Yoga has evolved into a way of life for me. I don't always get to a class but when I do I embrace the way my incredible teachers flow and remind us about bigger things in life. Yoga for me is something I think of in my every actions - it is a reminder to get up gracefully when I fall down and that just because I am not on my mat doesn't mean I cannot benefit from a deep practice. I became a teacher not to teach but to learn more about myself and to challenge my thinking and actions. In teaching others I happen to have learned so much more about myself and those around me. Yoga which includes breathing, movement, thoughts and actions has guided me through many difficult times and helped me celebrate through fabulous times. I am appreciative that my mother used to make us participate in satsang and yoga at home. Now, I teach my daughter yoga and she loves it. This makes me feel whole and real.
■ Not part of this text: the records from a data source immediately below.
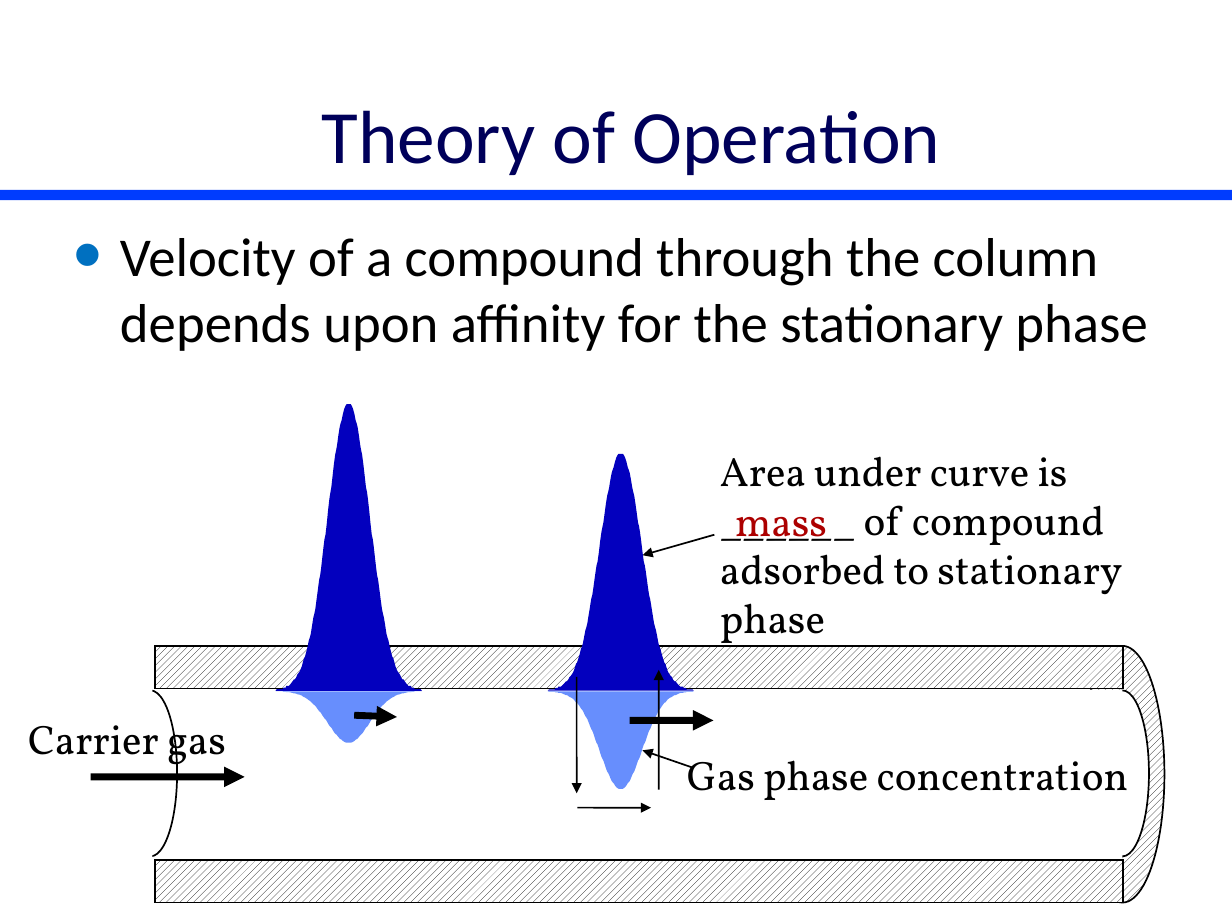
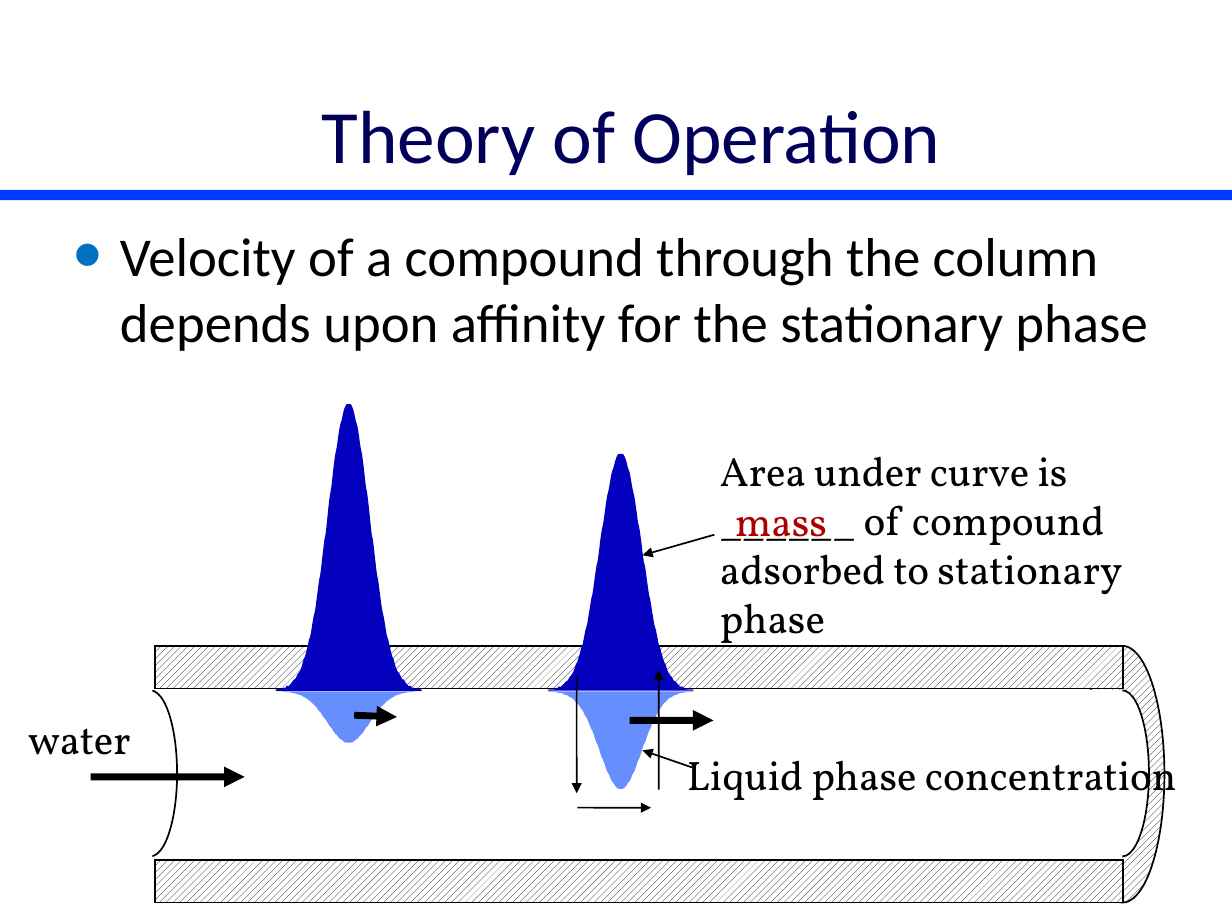
Before and after one commit to monroews/CEE4530, a slide deck: slide 2 of website/pptx/Adsorption.pptx (slide 3 before the commit). Drawn at 1232x924 pixels with LibreOffice and Linux fonts; fonts in the diff are those of the drawing. Boxes give left, top, right and bottom in pixels: in the first picture for what was removed or moved away, otherwise in the second. Text is boxed around its words. In the diff, an @@ line names an element or a change of style, - is before the commit and + after.

```diff
--- a/website/pptx/Adsorption.pptx
+++ b/website/pptx/Adsorption.pptx
@@ text at (28,728,130,755): text changed @@
-Carrier gas
+water
@@ text at (687,751,1177,809): text changed @@
-Gas phase concentration
+Liquid phase concentration
```
Also in this commit, not shown: 1 other slide changed, 1 slide added, 3 slides removed.

What are some of your favorite aspects or pieces from the LIA LARREA brand?
Having lived all over the world and being a shopper especially at boutiques in London, I love that Lia’s clothes are multidimensional - I could wear these clothes to work and dress them up or down. The quality of the material she chooses is exceptional and the way they sit on my body make me really comfortable but still confident. The colours are elegant and the style is classic but funky. Lia’s designs make me feel like a woman in control who is content not fighting for control.
How was your experience being a TED Speaker?
It was an incredible opportunity to speak in my hometown Edmonton, Alberta and I was very honored to be asked to speak.I spoke at a venue that I had performed Indian dancing at some 30 years before so it was surreal to see how life had evolved. The topic was about entrepreneurship and access to resources - or lack of in the case of India. It was very early days of Shanti Life and I was keen to debate the method by which entrepreneurs in poor communities manage to succeed in building their businesses with so little resources. Comparing them to entrepreneurs in other parts of the world, especially women entrepreneurs, was the highlight. The Indian women we work with are breadwinners, full time carers for their children, live with in-laws and manage to keep it all together though many of them are not allowed to leave the community. I really enjoyed participating in the event but I was really nervous and find it hard to listen to myself speak!
Can you tell us about your tattoo?
My tattoo is of Goddess Saraswati - she symbolizes knowledge and wisdom. She is elegant and beautiful and brings music to the world. To me, she is a reminder of strength and elegance all in one and she represents the ultimate being in control - who goes with the flow. My grandmother’s name was Saraswati and she was a woman who dedicated much of her life to alleviating poverty. That really gave me goosebumps when I found out about that because it made me feel like she (and my mother) inspired Shanti Life. I also love this Goddess because I teach yoga and her meaning and values are something I like to bring into my practice. Two years after I got my tattoo I had the miracle of a beautiful baby girl. I couldn’t imagine she would inherit the name but it was so fitting and I will forever remind her what her name and her grandmother’s name symbolises.
Can you share an experience where you have felt like a woman in control?
Whenever I walk into a board room (often only men) I feel really in control when I feel confident and dressed well. The way we dress is really important and sends a message about why we are there and sets the tone. Dressing proffessionally is key.
If you could say one thing to a young girl encouraging her to be a woman in control, what would you say?
I would tell her to live everyday to the fullest, be true to herself and never compromise on her goals in life. So often women take a step back (because they think they should) and I think we need to encourage young women to take a step forward in a way that works for them. Most of all I would tell her to behave in an elegant way as it costs nothing to be gracious and direct at the same time.